Raw moments (moments about zero) are calculated using the
functions gigRawMom or gammaRawMom. For moments not
about zero, the function momChangeAbout is used to
derive moments about another point from raw moments. Note that raw moments
of the inverse gamma distribution can be obtained from the raw moments
of the gamma distribution because of the relationship between the two
distributions. An alternative implementation of raw moments of the gamma
and inverse gamma distributions may be found in the package
actuar and these may be faster since they are written in C.
To calculate the raw moments of the GIG distribution it is convenient to
use the alternative parameterization of the GIG in terms of
\omega and \eta, given as parameterization 3
in gigChangePars. Then the raw moment of the GIG
distribution of order k is given by
\eta^k K_{\lambda+k}(\omega)/K_{\lambda}(\omega)
where K_\lambda() is the modified Bessel function of
the third kind of order \lambda.
The raw moment of the gamma distribution of order k with
shape parameter \alpha and rate parameter
\beta is given by
\beta^{-k}\Gamma(\alpha+k)/\Gamma(\alpha)
The raw moment of order k of the inverse gamma distribution
with shape parameter \alpha and rate parameter
\beta is the raw moment of order -k of the gamma
distribution with shape parameter \alpha and rate parameter
1/\beta.
Value
The moment specified.

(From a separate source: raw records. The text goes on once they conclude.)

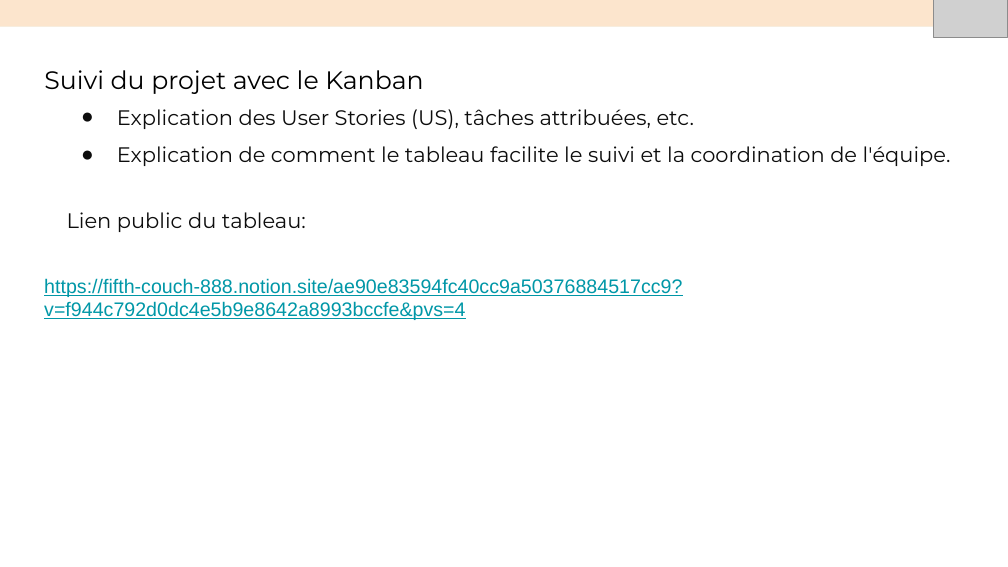
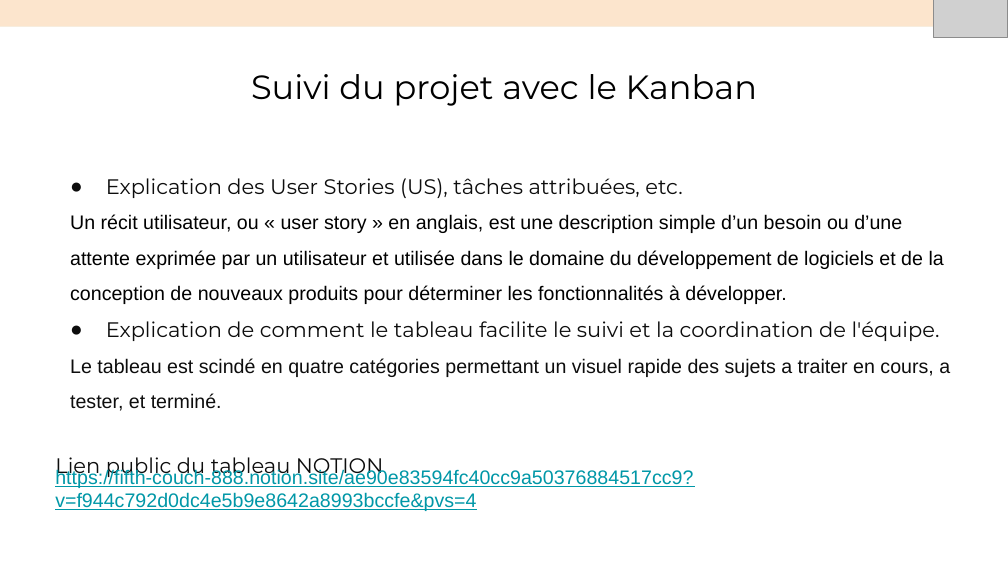
Before and after one commit to fredcentvin/Menu-Maker-by-QWENTA, a slide deck: slide 8 of Présentation+Soufiane.pptx (slide 7 before the commit). Drawn at 1008x567 pixels with LibreOffice and Linux fonts; fonts in the diff are those of the drawing; grey boxes stand for pictures. Boxes give left, top, right and bottom in pixels: in the first picture for what was removed or moved away, otherwise in the second. Text is boxed around its words. In the diff, an @@ line names an element or a change of style, - is before the commit and + after.

```diff
--- a/Présentation+Soufiane.pptx
+++ b/Présentation+Soufiane.pptx
@@ title "Suivi du projet avec le ..." at [251,74,757,106]: size 18 to 24 pt; alignment left to centre @@
@@ text "Explication des User Stories (US), ...": place and size @@
-text "Explication des User Stories (US), ..." at [67,109,951,232]
+text "Explication des User Stories (US), ..." at [55,178,950,479]
@@ text at [70,214,944,304]: paragraph added @@
+Un récit utilisateur, ou « user story » en anglais, est une description simple d’un besoin ou d’une attente exprimée par un utilisateur et utilisée dans le domaine du développement de logiciels et de la conception de nouveaux produits pour déterminer les fonctionnalités à développer.
@@ text at [55,358,950,479]: text changed; size 15 to 14 pt; font Montserrat to Arial @@
-Lien public du tableau:
+Le tableau est scindé en quatre catégories permettant un visuel rapide des sujets a traiter en cours, a tester, et terminé.
+Lien public du tableau NOTION
@@ text "https://fifth-couch-888.notion.site/ae90e83594fc40cc9a503768 ...": place and size @@
-text "https://fifth-couch-888.notion.site/ae90e83594fc40cc9a503768 ..." at [44,278,682,320]
+text "https://fifth-couch-888.notion.site/ae90e83594fc40cc9a503768 ..." at [55,468,693,511]
```
Also in this commit, not shown: 10 other slides changed, 1 slide added, 1 other file.

In the case of raw moments, Inf is
returned if the moment is infinite.
Author(s)
David Scott d.scott@auckland.ac.nz
References
Paolella, Marc S. (2007) Intermediate Probability: A Computational Approach, Chichester: Wiley
See Also
gigCheckPars, gigChangePars,
is.wholenumber, momChangeAbout,
momIntegrated, gigMean,
gigVar, gigSkew, gigKurt.
Examples
### Raw moments of the generalized inverse Gaussian distribution
Theta <- c(-0.5,5,2.5)
gigRawMom(1, Theta)
momIntegrated("gig", order = 1, param = Theta, about = 0)
gigRawMom(2, Theta)
momIntegrated("gig", order = 2, param = Theta, about = 0)
gigRawMom(10, Theta)
momIntegrated("gig", order = 10, param = Theta, about = 0)
gigRawMom(2.5, Theta)
### Moments of the generalized inverse Gaussian distribution
Theta <- c(-0.5,5,2.5)
(m1 <- gigRawMom(1, Theta))
gigMom(1, Theta)
gigMom(2, Theta, m1)
(m2 <- momIntegrated("gig", order = 2, param = Theta, about = m1))
gigMom(1, Theta, m1)
gigMom(3, Theta, m1)
momIntegrated("gig", order = 3, param = Theta, about = m1)

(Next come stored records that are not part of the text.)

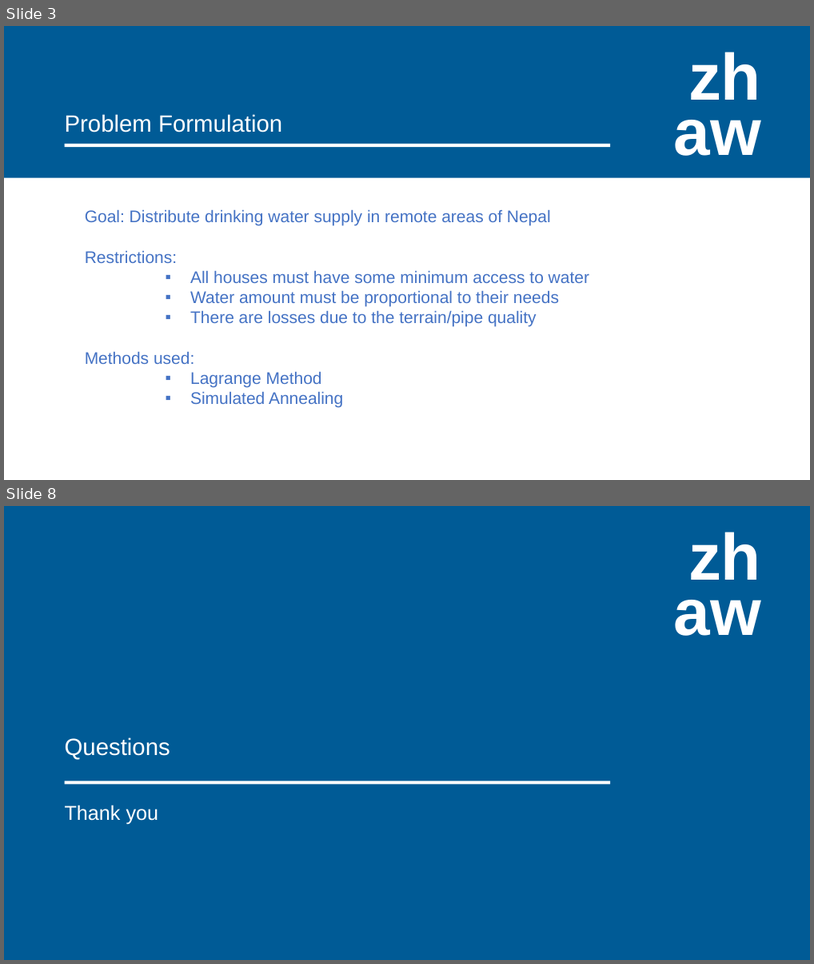
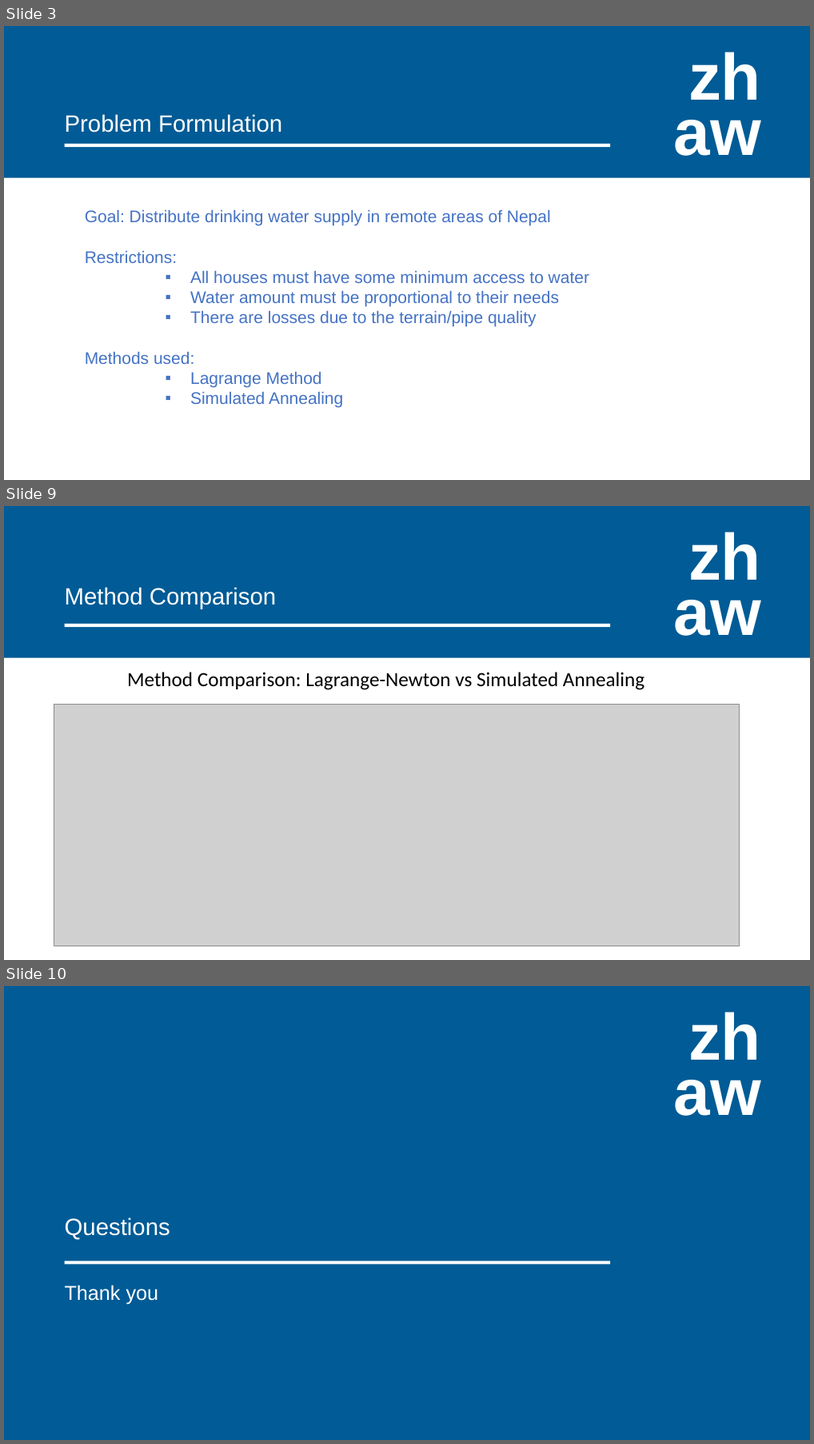
Before and after one commit to the-nerd-sloth/co3-semester-project, a slide deck: Presentation/presentation.pptx. Shown one above the other, each under a label of ours: slides 3 and 8 before the commit, slides 3, 9 and 10 after it; the slides between them are not shown. The pictures are 814x964 and 814x1444 pixels, drawn with LibreOffice and Linux fonts; fonts in the diff are those of the drawing; grey boxes stand for pictures. Boxes give left, top, right and bottom in pixels: in the first picture for what was removed or moved away, otherwise in the second. Text is boxed around its words. In the diff, an @@ line names an element or a change of style, - is before the commit and + after.

```diff
--- a/Presentation/presentation.pptx
+++ b/Presentation/presentation.pptx
@@ slide 9 added at <box>4,506,810,960</box>, background #005B96 @@
@@ text added at <box>674,532,762,636</box>, 58.5 pt, text #FFFFFF, bold @@
+zh
+aw
@@ text added at <box>65,587,276,609</box>, 21 pt, text #FFFFFF @@
+Method Comparison
@@ rectangle added at <box>65,624,610,627</box>, fill #FFFFFF @@
@@ rectangle added at <box>4,658,810,960</box>, fill #FFFFFF @@
@@ text added at <box>127,672,645,690</box>, 18 pt, text #000000 @@
+Method Comparison: Lagrange-Newton vs Simulated Annealing
@@ rectangle added at <box>65,683,351,868</box>, outline #FFFFFF 1.5 pt @@
@@ rectangle added at <box>375,683,662,868</box>, outline #FFFFFF 1.5 pt @@
@@ picture added at <box>54,704,739,945</box> @@
@@ what was slide 8 is now slide 10 @@
```
Also in this commit, not shown: 4 slides changed, 1 other slide added, 1 other file.

### Raw moments of the gamma distribution
shape <- 2
rate <- 3
Theta <- c(shape, rate)
gammaRawMom(1, shape, rate)
momIntegrated("gamma", order = 1, param = Theta, about = 0)
gammaRawMom(2, shape, rate)
momIntegrated("gamma", order = 2, param = Theta, about = 0)

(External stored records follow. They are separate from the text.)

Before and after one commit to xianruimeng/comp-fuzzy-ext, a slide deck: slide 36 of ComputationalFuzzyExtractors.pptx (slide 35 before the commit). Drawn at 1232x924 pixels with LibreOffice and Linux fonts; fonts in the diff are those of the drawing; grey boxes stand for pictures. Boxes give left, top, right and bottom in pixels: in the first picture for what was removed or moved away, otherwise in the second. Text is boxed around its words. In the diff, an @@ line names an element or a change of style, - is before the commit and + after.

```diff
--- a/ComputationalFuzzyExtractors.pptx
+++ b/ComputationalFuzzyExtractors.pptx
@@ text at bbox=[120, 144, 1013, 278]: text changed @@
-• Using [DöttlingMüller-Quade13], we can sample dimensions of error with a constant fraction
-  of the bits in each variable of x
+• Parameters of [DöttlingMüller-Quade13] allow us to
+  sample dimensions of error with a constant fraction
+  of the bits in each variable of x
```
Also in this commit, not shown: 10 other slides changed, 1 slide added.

gammaRawMom(10, shape, rate)
momIntegrated("gamma", order = 10, param = Theta, about = 0)
### Moments of the inverse gamma distribution
Theta <- c(-0.5,5,0)
gigRawMom(2, Theta) # Inf
gigRawMom(-2, Theta)
momIntegrated("invgamma", order = -2,
param = c(-Theta[1],Theta[2]/2), about = 0)
### An example where the moment is infinite: inverse gamma
Theta <- c(-0.5,5,0)
gigMom(1, Theta)
gigMom(2, Theta)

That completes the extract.